From power plant runoff to tourist hotspot
With more than a million visitors a year, The Blue Lagoon remains one of the most popular tourist destinations in all of Iceland, which might sound strange given that unlike all the other popular destinations on the island, it is a man-made accidental byproduct of building energy infrastructure. When Svartsengi, a geothermal power plant that now provides power and hot water to all of the Reykjanes peninsula, minus Reykjavík itself, was built in the 1970s, the runoff water from the plant spilled into the surrounding lava fields. In the 1980s it was discovered that the runoff water alleviated the symptoms of psoriasis, making bathing there somewhat popular, though no infrastructure was in place for visitors. By the late 1980s some basic facilities were set up, The Blue Lagoon as a brand and business then followed in 1992. This writer remembers dipping in the blue waters in the early 1990s, where a simple wooden shed to change in was all there was. Decades later what was once an accidental bathing spot has been turned into a multi-million krónur business, with thousands of visitors showing up each day, with a high-end restaurant and hotel facilities to boot.

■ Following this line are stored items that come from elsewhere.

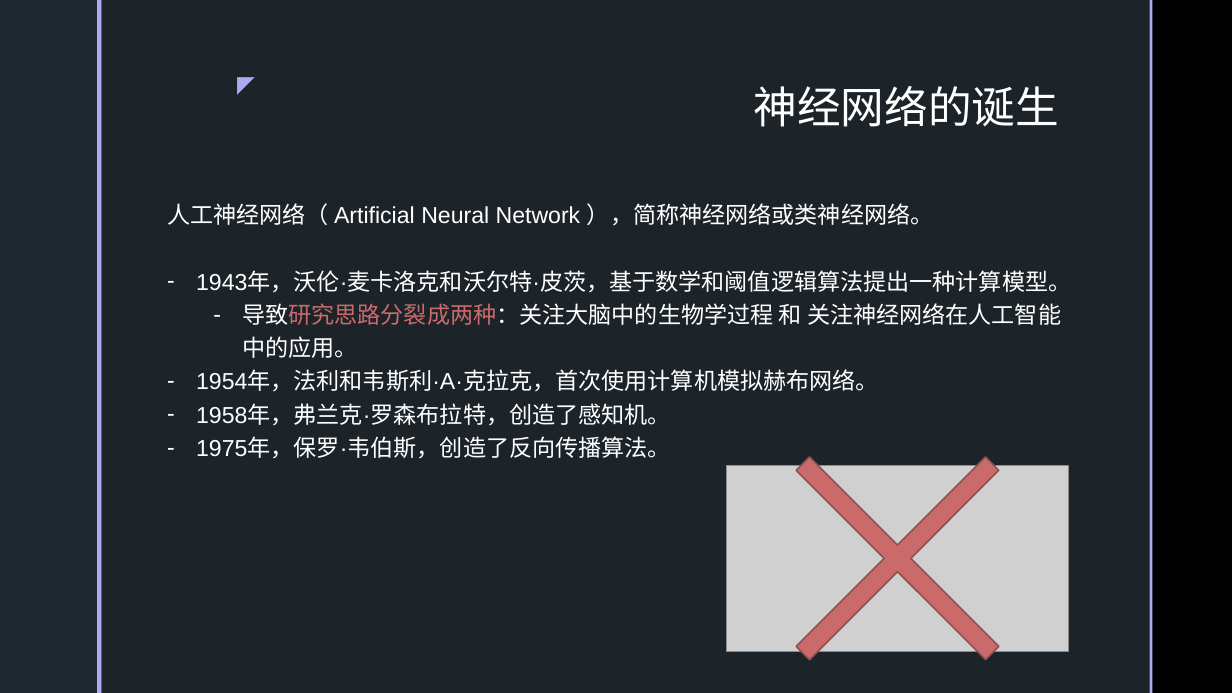
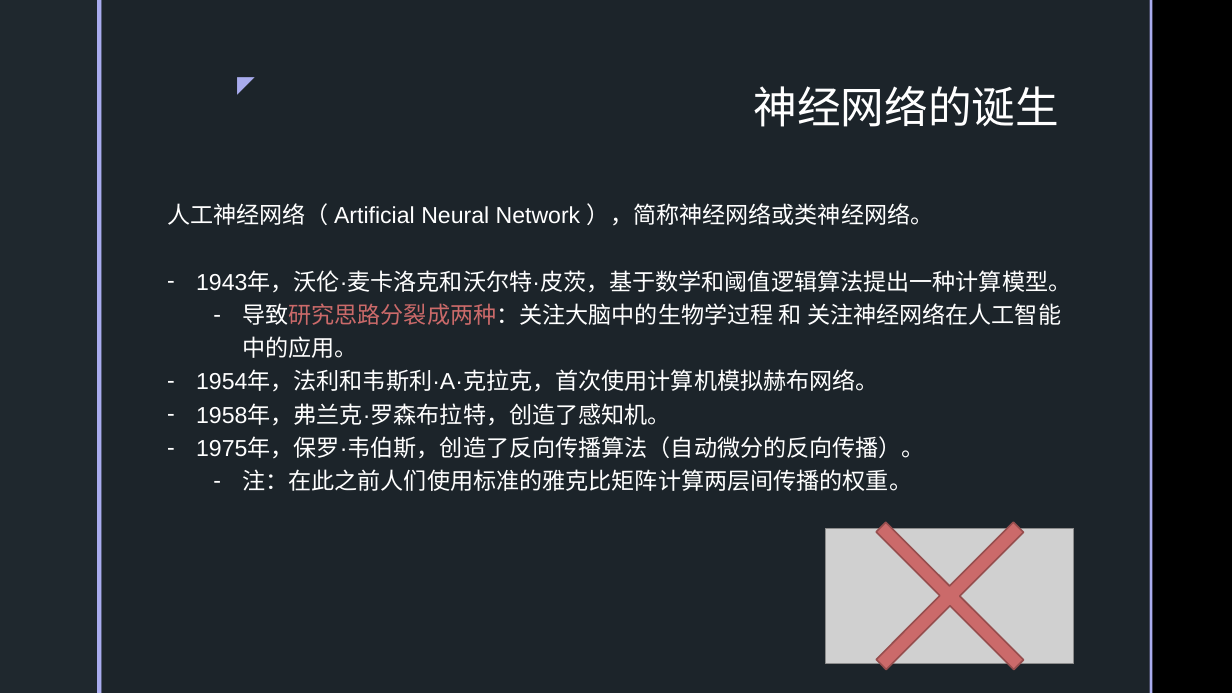
Before and after one commit to SakigamiYang/PyCon, a slide deck: slide 11 of Python-Meetup/20210523/深度学习简介.pptx. Drawn at 1232x693 pixels with LibreOffice and Linux fonts; fonts in the diff are those of the drawing; grey boxes stand for pictures; background and template pictures are left out. Boxes give left, top, right and bottom in pixels: in the first picture for what was removed or moved away, otherwise in the second. Text is boxed around its words. In the diff, an @@ line names an element or a change of style, - is before the commit and + after.

Commit message:
update

```diff
--- a/Python-Meetup/20210523/深度学习简介.pptx
+++ b/Python-Meetup/20210523/深度学习简介.pptx
@@ text at (x1=196, y1=437, x2=925, y2=491): text changed @@
-– 1975年，保罗·韦伯斯，创造了反向传播算法。
+– 1975年，保罗·韦伯斯，创造了反向传播算法（自动微分的反向传播）。
+  – 注：在此之前人们使用标准的雅克比矩阵计算两层间传播的权重。
@@ plus resized from (x1=708, y1=369, x2=1087, y2=693) to (x1=813, y1=459, x2=1088, y2=693) @@
@@ picture resized from (x1=727, y1=465, x2=1068, y2=652) to (x1=826, y1=529, x2=1074, y2=664) @@
```
Also in this commit, not shown: 3 other slides changed.

Following the series of eruptions that have taken place just east of The Blue Lagoon in the last couple of years — with one eruption swallowing up the whole parking lot for The Blue Lagoon — berms have been built around the power plant and the bathing facilities, not only because The Blue Lagoon is an integral part of Iceland’s biggest industry — tourism, but because if that power plant gets destroyed by lava, tens of thousands of people will be left without heat or power.
So that — we guess — is how you turn an industrial accident into a must-see part of a tourism industry.